Political geography has been defined in several ways. Some definition traces the
essence of the field while others draw on the diversity of the discipline but more importantly,
political geography considers the geography as an illumination of the politics and vice versa.
Essentialist definitions contend that political geography should focus on its primary concepts,
which the advocates of this method commonly recognise as the state and territory (Cox,
2002). Also, political geography is conceived as the study of political, territorial entities,
boundaries, and organisational subdivisions (Alexander 1963; Goblet 1955). Definitions of
political geography from the essentialists’ perspective visualise politics in very customary
conditions, as being about the state, elections and international relations (Jones et al., 2004).
Bradshaw et al. (2007, p 29) defined political geography as “the study of how
governments and political movements (such as nongovernmental organisations, labour unions
and political parties) influence the human and physical geography of the world and its
regions.

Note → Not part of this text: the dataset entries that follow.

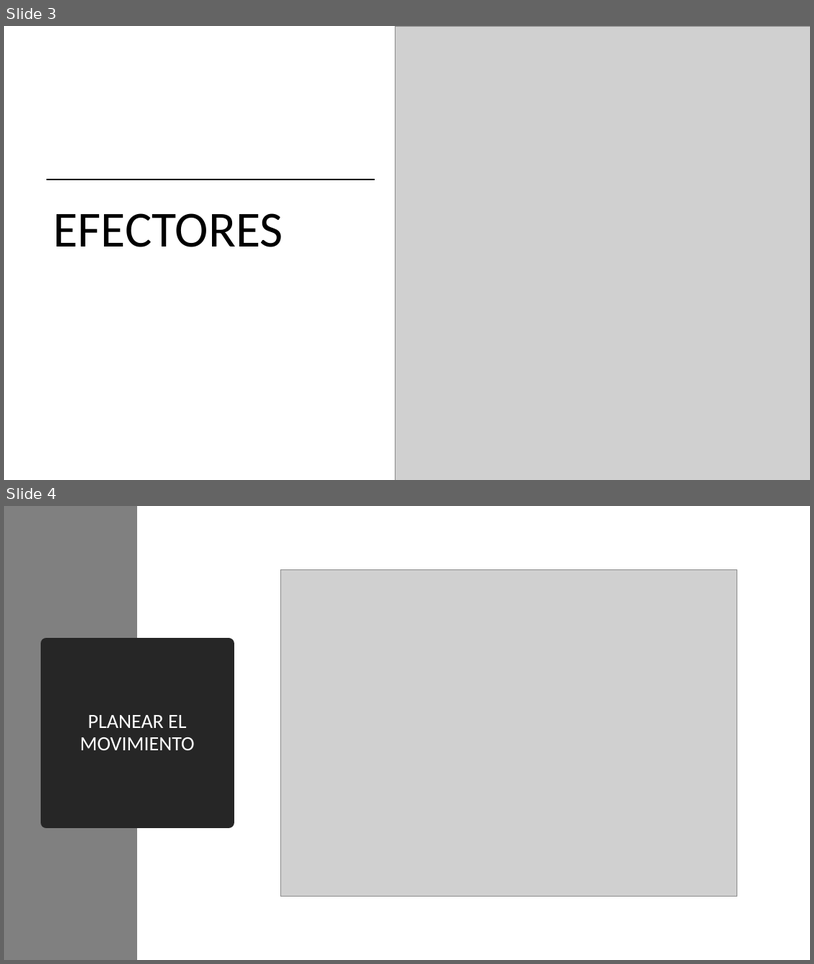
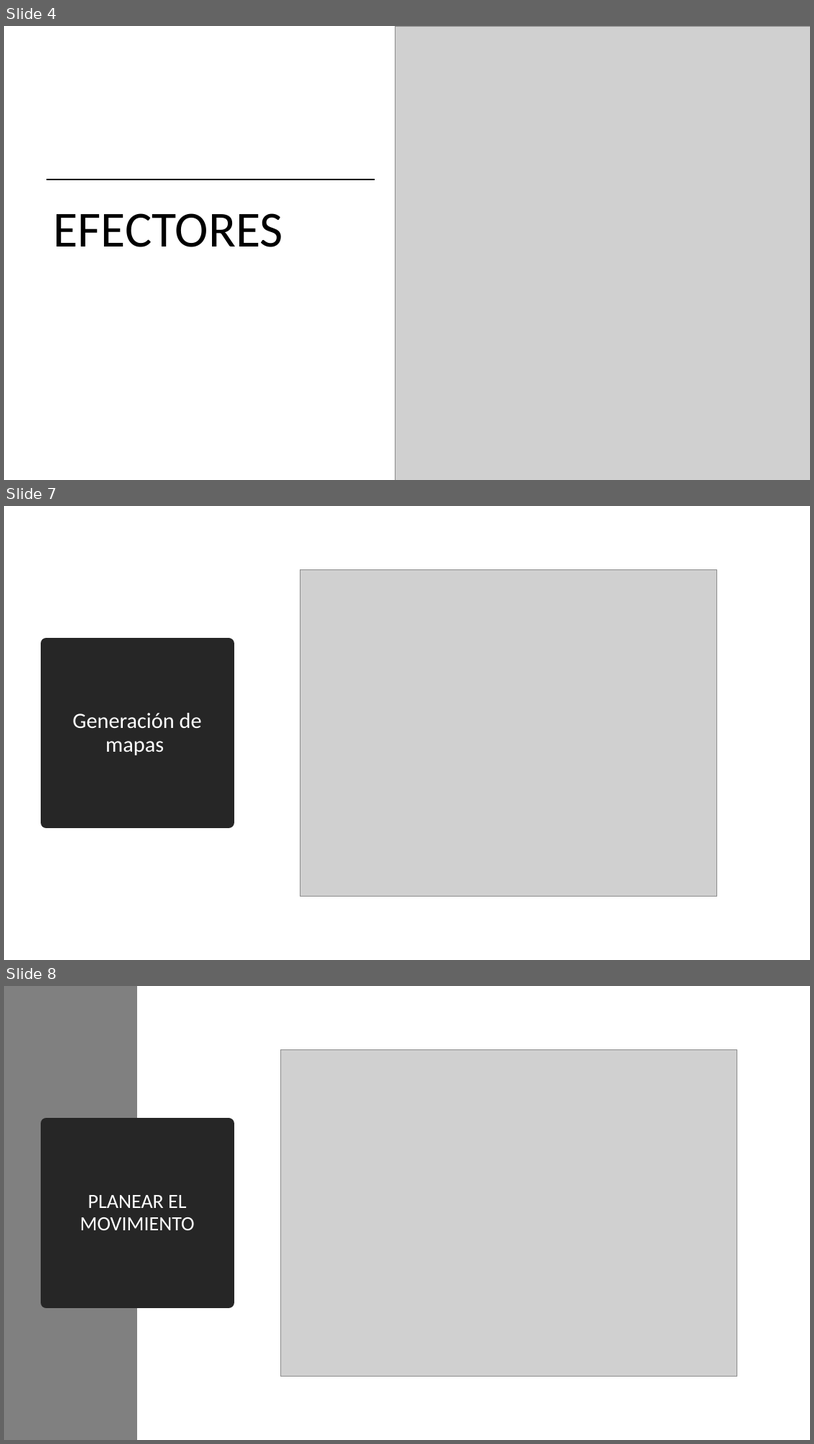
Before and after one commit to Cesarsanchezjerez/C1_04, a slide deck: presentacion.pptx. Shown one above the other, each under a label of ours: slides 3 and 4 before the commit, slides 4, 7 and 8 after it; the slides between them are not shown. The pictures are 814x964 and 814x1444 pixels, drawn with LibreOffice and Linux fonts; fonts in the diff are those of the drawing; grey boxes stand for pictures. Boxes give left, top, right and bottom in pixels: in the first picture for what was removed or moved away, otherwise in the second. Text is boxed around its words. In the diff, an @@ line names an element or a change of style, - is before the commit and + after.

```diff
--- a/presentacion.pptx
+++ b/presentacion.pptx
@@ slide 7 added at (x1=4, y1=506, x2=810, y2=960), background #FFFFFF @@
@@ picture added at (x1=301, y1=569, x2=718, y2=896) @@
@@ title added at (x1=46, y1=644, x2=229, y2=822), fill #262626, outline #262626 13.75 pt, 26 pt, text #FFFFFF @@
+Generación de mapas
@@ what was slide 3 is now slide 4 @@
@@ what was slide 4 is now slide 8 @@
```
Also in this commit, not shown: 7 other slides added, 4 other files.

Some cultural features such as religion, and physical features such as the distribution
of freshwater resources, influence government and political movements. Self-governing
countries are the basic political units: within its borders, a country’s government is assumed
to have political control, or sovereignty, over the country’s inhabitants and resources”. In the
same vein, but more elaborately Jones et al. (2004) defined political geography as that aspect
of geography that connects myriads of works in the social sciences with the different
crossroads of politics and geography in a triangular configurations fashion.